About Pancreatic Cancer
Pancreatic cancer is a malignant neoplasm of the pancreas with current treatment options including surgery, radiotherapy and chemotherapy. Gemcitabine as a single agent or in combination with other treatments is the most commonly used chemotherapeutic agent in patients with advanced pancreatic cancer. According to the American Cancer Society, an estimated 43,920 new cases of pancreatic cancer and 37,390 deaths are expected to occur in the U.S. in 2012. The targeted therapy erlotinib, the only other agent approved for treatment of pancreatic cancer since gemcitabine, received regulatory clearance based on results from a Phase 3 study demonstrating a median overall survival of 6.4 months for patients treated with erlotinib in combination with gemcitabine versus 6 months for gemcitabine alone.
TH-302 is a hypoxia-targeted drug that is designed to be activated under tumor hypoxic conditions, a hallmark of many cancers. Areas of low oxygen levels (hypoxia) are common in many solid tumors due to insufficient blood vessel growth. Similarly, the bone marrow of patients with hematological malignancies has also been shown, in some cases, to be extremely hypoxic.
TH-302 has been investigated in over 700 patients in Phase 1/2 clinical trials to date in a broad spectrum of tumor types, both as a monotherapy and in combination with chemotherapy treatments and other targeted cancer drugs. Threshold has several additional ongoing clinical trials, the most advanced of which is a Phase 3 pivotal study evaluating TH-302 in combination with doxorubicin versus doxorubicin alone in patients with soft tissue sarcoma. In February 2012, Threshold signed a global license and co-development agreement for TH-302 with Merck KGaA, Darmstadt, Germany.
About Threshold Pharmaceuticals
Threshold is a biotechnology company focused on the discovery and development of drugs targeting Tumor Hypoxia, the low oxygen condition found in microenvironments of most solid tumors as well as the bone marrows of some hematologic malignancies. This approach offers broad potential to treat a variety of cancers. By selectively targeting tumor cells, we are building a pipeline of drugs that hold promise to be more effective and less toxic to healthy tissues than conventional anticancer drugs. For additional information, please visit our website (www.thresholdpharm.com).

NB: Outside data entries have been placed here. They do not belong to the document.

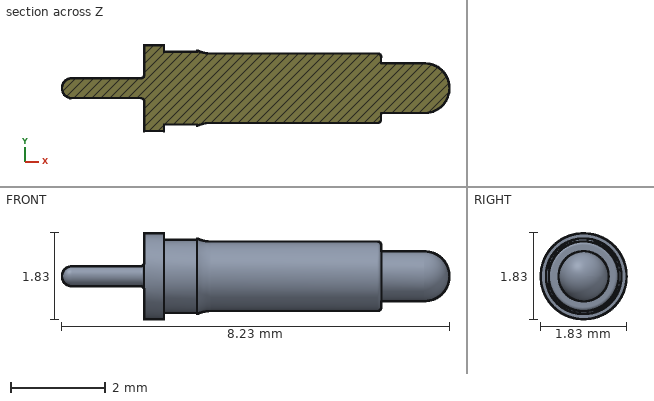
import cadquery as cq
import math


total_length = 8.23

tail_length = 1.75
tail_radius = 0.43 / 2
tail_root_fillet = 0.076

flange_radius = 1.83 / 2
flange_thickness = 0.42

neck_radius = 1.56 / 2
neck_length = 0.70

barb_radius = 1.61 / 2
barb_length = 0.29

barrel_radius = 1.48 / 2
barrel_end_round = 0.076

plunger_radius = 1.066 / 2
plunger_exposed_length = 1.45

flange_start = tail_length
flange_end = flange_start + flange_thickness
barb_start = flange_end + neck_length
barb_end = barb_start + barb_length
barrel_end = total_length - plunger_exposed_length
plunger_tip_start = total_length - plunger_radius

barb_height = barb_radius - barrel_radius
barb_arc_radius = (barb_length**2 + barb_height**2) / (2 * barb_height)


def arc_point(center, radius, angle):
    """Point on a circle at an angle in degrees from +X."""
    radians = math.radians(angle)
    return (center[0] + radius * math.cos(radians), center[1] + radius * math.sin(radians))


def half_profile():
    """Closed outline from the axis to the outer surface, in the XY plane."""
    tail_tip_center = (tail_radius, 0)
    root_center = (flange_start - tail_root_fillet, tail_radius + tail_root_fillet)
    barb_center = (barb_end, barrel_radius + barb_arc_radius)
    barb_mid_angle = -90 - math.degrees(math.asin(barb_length / barb_arc_radius)) / 2
    end_round_center = (barrel_end - barrel_end_round, barrel_radius - barrel_end_round)
    plunger_tip_center = (plunger_tip_start, 0)

    return (
        cq.Workplane("XY")
        .moveTo(0, 0)
        .threePointArc(arc_point(tail_tip_center, tail_radius, 135), (tail_radius, tail_radius))
        .lineTo(root_center[0], tail_radius)
        .threePointArc(arc_point(root_center, tail_root_fillet, -45), (flange_start, root_center[1]))
        .lineTo(flange_start, flange_radius)
        .lineTo(flange_end, flange_radius)
        .lineTo(flange_end, neck_radius)
        .lineTo(barb_start, neck_radius)
        .lineTo(barb_start, barb_radius)
        .threePointArc(arc_point(barb_center, barb_arc_radius, barb_mid_angle), (barb_end, barrel_radius))
        .lineTo(end_round_center[0], barrel_radius)
        .threePointArc(arc_point(end_round_center, barrel_end_round, 45), (barrel_end, end_round_center[1]))
        .lineTo(barrel_end, plunger_radius)
        .lineTo(plunger_tip_start, plunger_radius)
        .threePointArc(arc_point(plunger_tip_center, plunger_radius, 45), (total_length, 0))
        .close()
    )


result = half_profile().revolve(360, (0, 0, 0), (1, 0, 0))
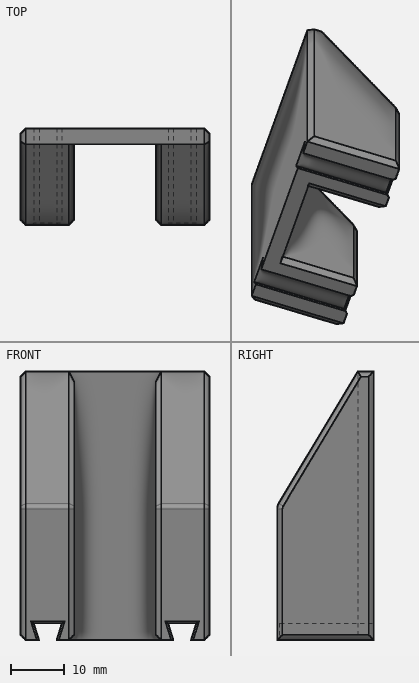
import cadquery as cq
import math

width = 35.2
depth = 18.0
height = 50.0

plate_thickness = 3.0
leg_width = 10.0
leg_front_height = 25.0
slope_fillet = 2.0
edge_chamfer = 1.0

slot_height = 3.1
slot_top_width = 5.2
slot_flank_angle = 17.5
slot_mouth_chamfer = 0.4
slot_spacing = 25.0

plate_front_y = depth - plate_thickness
channel_half_width = width / 2 - leg_width

tolerance = 0.01


def make_body():
    """Side profile with a sloped front, extruded across the full width."""
    body = (
        cq.Workplane("YZ")
        .moveTo(0, 0)
        .lineTo(depth, 0)
        .lineTo(depth, height)
        .lineTo(plate_front_y, height)
        .lineTo(0, leg_front_height)
        .close()
        .extrude(width / 2, both=True)
    )
    slope_foot = cq.selectors.NearestToPointSelector((0, 0, leg_front_height))
    body = body.edges(slope_foot).fillet(slope_fillet)
    return body.faces("<X or >X").edges().chamfer(edge_chamfer)


def cut_channel(body):
    """Open the space between the legs and chamfer the free edges of its walls."""
    channel = cq.Workplane("XY").box(
        2 * channel_half_width, plate_front_y, height, centered=(True, False, False)
    )
    body = body.cut(channel)
    free_edges = []
    for side in (-1, 1):
        wall_x = side * channel_half_width
        for edge in body.edges("not |X").vals():
            box = edge.BoundingBox()
            on_wall = max(abs(box.xmin - wall_x), abs(box.xmax - wall_x)) < tolerance
            meets_plate = box.ymin > plate_front_y - tolerance
            if on_wall and not meets_plate:
                free_edges.append(edge)
    return body.newObject(free_edges).chamfer(edge_chamfer)


def slot_outline(y, offset):
    """Dovetail section at depth y, with its top and flanks moved outward by offset."""
    slope = math.tan(math.radians(slot_flank_angle))
    top_z = slot_height + offset
    flank_shift = offset / math.cos(math.radians(slot_flank_angle))
    half_bottom = slot_top_width / 2 - slot_height * slope + flank_shift
    half_top = half_bottom + top_z * slope
    return cq.Wire.makePolygon(
        [
            cq.Vector(-half_bottom, y, 0),
            cq.Vector(half_bottom, y, 0),
            cq.Vector(half_top, y, top_z),
            cq.Vector(-half_top, y, top_z),
        ],
        close=True,
    )


def make_slot():
    """Through slot with a chamfered mouth at the front face."""
    passage = cq.Solid.extrudeLinear(slot_outline(0, 0), [], cq.Vector(0, depth, 0))
    mouth = cq.Solid.makeLoft(
        [slot_outline(0, slot_mouth_chamfer), slot_outline(slot_mouth_chamfer, 0)], True
    )
    return cq.Workplane(passage).union(cq.Workplane(mouth))


result = cut_channel(make_body())
for side in (-1, 1):
    result = result.cut(make_slot().translate((side * slot_spacing / 2, 0, 0)))
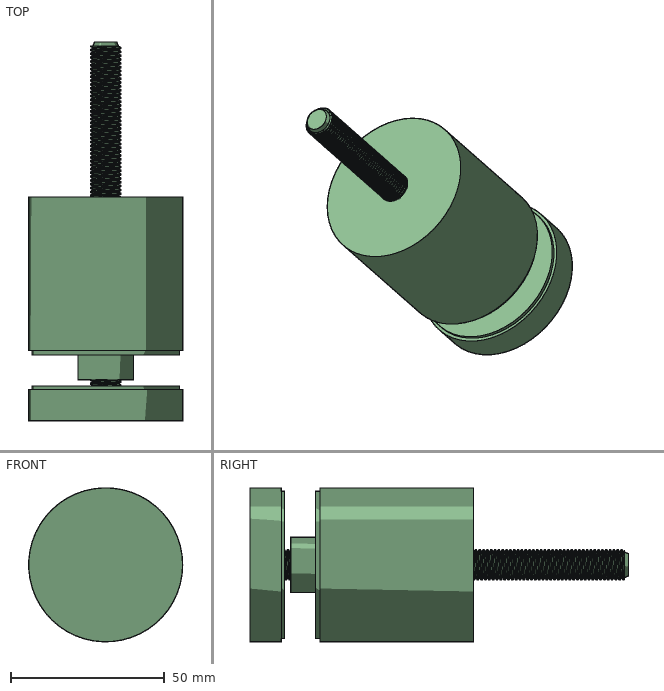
import cadquery as cq
import math

TOTAL_LENGTH = 123.0

BODY_DIAMETER = 50.0
PAD_DIAMETER = 48.0
SLEEVE_DIAMETER = 18.1
CAP_THICKNESS = 10.2
CAP_PAD_THICKNESS = 1.1
SLEEVE_LENGTH = 8.0
HOUSING_PAD_THICKNESS = 1.5
HOUSING_LENGTH = 49.9
STUD_PROJECTION = 50.3

THREAD_DIAMETER = 10.0
THREAD_PITCH = THREAD_DIAMETER / 8
THREAD_DEPTH = 0.7
CREST_WIDTH = THREAD_PITCH / 4
ROOT_WIDTH = THREAD_PITCH / 8
THREAD_TURNS = 94
THREAD_START_ANGLE = 180
FLANK_SEGMENTS = 4
TIP_LENGTH = 1.4
TIP_BASE_DIAMETER = 8.4
TIP_END_DIAMETER = 7.3
BORE_CLEARANCE = 0.1
BORE_DIAMETER = THREAD_DIAMETER + BORE_CLEARANCE

THREADED_LENGTH = THREAD_TURNS * THREAD_PITCH
STUD_LENGTH = THREADED_LENGTH + TIP_LENGTH
STUD_FRONT = TOTAL_LENGTH - STUD_LENGTH
HOUSING_BACK = TOTAL_LENGTH - STUD_PROJECTION
HOUSING_FRONT = HOUSING_BACK - HOUSING_LENGTH
HOUSING_PAD_FRONT = HOUSING_FRONT - HOUSING_PAD_THICKNESS
SLEEVE_FRONT = HOUSING_PAD_FRONT - SLEEVE_LENGTH


def disc(diameter, start, length):
    """Solid cylinder about the Y axis, running from Y = start towards +Y."""
    return cq.Workplane("XZ", origin=(0, start, 0)).circle(diameter / 2).extrude(-length)


def ring(diameter, start, length):
    """Cylinder about the Y axis with a through bore for the stud."""
    return disc(diameter, start, length).cut(disc(BORE_DIAMETER, start, length))


def make_cap():
    """Round cap with a blind hole at the back that takes the end of the stud."""
    stud_hole = disc(BORE_DIAMETER, STUD_FRONT, CAP_THICKNESS - STUD_FRONT)
    return disc(BODY_DIAMETER, 0, CAP_THICKNESS).cut(stud_hole)


def thread_section():
    """Cross-section of the thread: a crest arc and a root arc, joined by two flank spirals."""
    crest_radius = THREAD_DIAMETER / 2
    root_radius = crest_radius - THREAD_DEPTH
    half_crest = math.pi * CREST_WIDTH / THREAD_PITCH
    half_root = math.pi * ROOT_WIDTH / THREAD_PITCH
    flank = math.pi - half_crest - half_root

    def polar(radius, angle):
        return radius * math.cos(angle), radius * math.sin(angle)

    def falling_flank(t):
        return polar(crest_radius - THREAD_DEPTH * t, half_crest + flank * t)

    def rising_flank(t):
        return polar(root_radius + THREAD_DEPTH * t, math.pi + half_root + flank * t)

    return (
        cq.Workplane("XY")
        .moveTo(*polar(crest_radius, -half_crest))
        .threePointArc((crest_radius, 0), polar(crest_radius, half_crest))
        .parametricCurve(falling_flank, N=FLANK_SEGMENTS, makeWire=False)
        .threePointArc((-root_radius, 0), polar(root_radius, math.pi + half_root))
        .parametricCurve(rising_flank, N=FLANK_SEGMENTS, makeWire=False)
        .wire()
    )


def make_tip():
    """Cone frustum on top of the thread, standing about the Z axis."""
    return (
        cq.Workplane("XY", origin=(0, 0, THREADED_LENGTH))
        .circle(TIP_BASE_DIAMETER / 2)
        .workplane(offset=TIP_LENGTH)
        .circle(TIP_END_DIAMETER / 2)
        .loft()
    )


def make_stud():
    """Fully threaded rod with a tapered tip, closed face by face into one solid."""
    turn = thread_section().twistExtrude(THREAD_PITCH, 360)
    tip = make_tip()

    faces = turn.faces("<Z").vals() + tip.faces("not <Z").vals()
    for index in range(THREAD_TURNS):
        faces += turn.faces("not |Z").translate((0, 0, index * THREAD_PITCH)).vals()

    thread_end = turn.faces(">Z").translate((0, 0, THREADED_LENGTH - THREAD_PITCH)).val()
    tip_foot = tip.faces("<Z").val()
    faces.append(cq.Face.makeFromWires(thread_end.outerWire(), [tip_foot.outerWire()]))

    stud = cq.Workplane(cq.Solid.makeSolid(cq.Shell.makeShell(faces)))
    stud = stud.rotate((0, 0, 0), (0, 0, 1), THREAD_START_ANGLE)
    return stud.rotate((0, 0, 0), (1, 0, 0), -90).translate((0, STUD_FRONT, 0))


cap = make_cap()
cap_pad = ring(PAD_DIAMETER, CAP_THICKNESS, CAP_PAD_THICKNESS)
sleeve = ring(SLEEVE_DIAMETER, SLEEVE_FRONT, SLEEVE_LENGTH)
housing_pad = ring(PAD_DIAMETER, HOUSING_PAD_FRONT, HOUSING_PAD_THICKNESS)
housing = ring(BODY_DIAMETER, HOUSING_FRONT, HOUSING_LENGTH)
stud = make_stud()

bodies = [cap, cap_pad, sleeve, housing_pad, housing, stud]
result = cq.Compound.makeCompound([body.solids().val() for body in bodies])

Except for statements of historical fact, the statements in this press release are forward-looking statements, including statements regarding the potential therapeutic uses and benefits of TH-302 to treat patients with cancer. These statements involve risks and uncertainties that can cause actual results to differ materially from those in such forward-looking statements. Potential risks and uncertainties include, but are not limited to, Threshold's ability to enroll or complete its anticipated clinical trials, the time and expense required to conduct such clinical trials and analyze data, issues arising in the regulatory or manufacturing process and the results of such clinical trials (including product safety issues and efficacy results). Further information regarding these and other risks is included under the heading "Risk Factors" in Threshold's Quarterly Report on Form 10-Q, which has been filed with the Securities and Exchange Commission on August 6, 2012 and is available from the SEC's website (www.sec.gov) and on our website (www.thresholdpharm.com) under the heading "Investors." We undertake no duty to update any forward-looking statement made in this news release.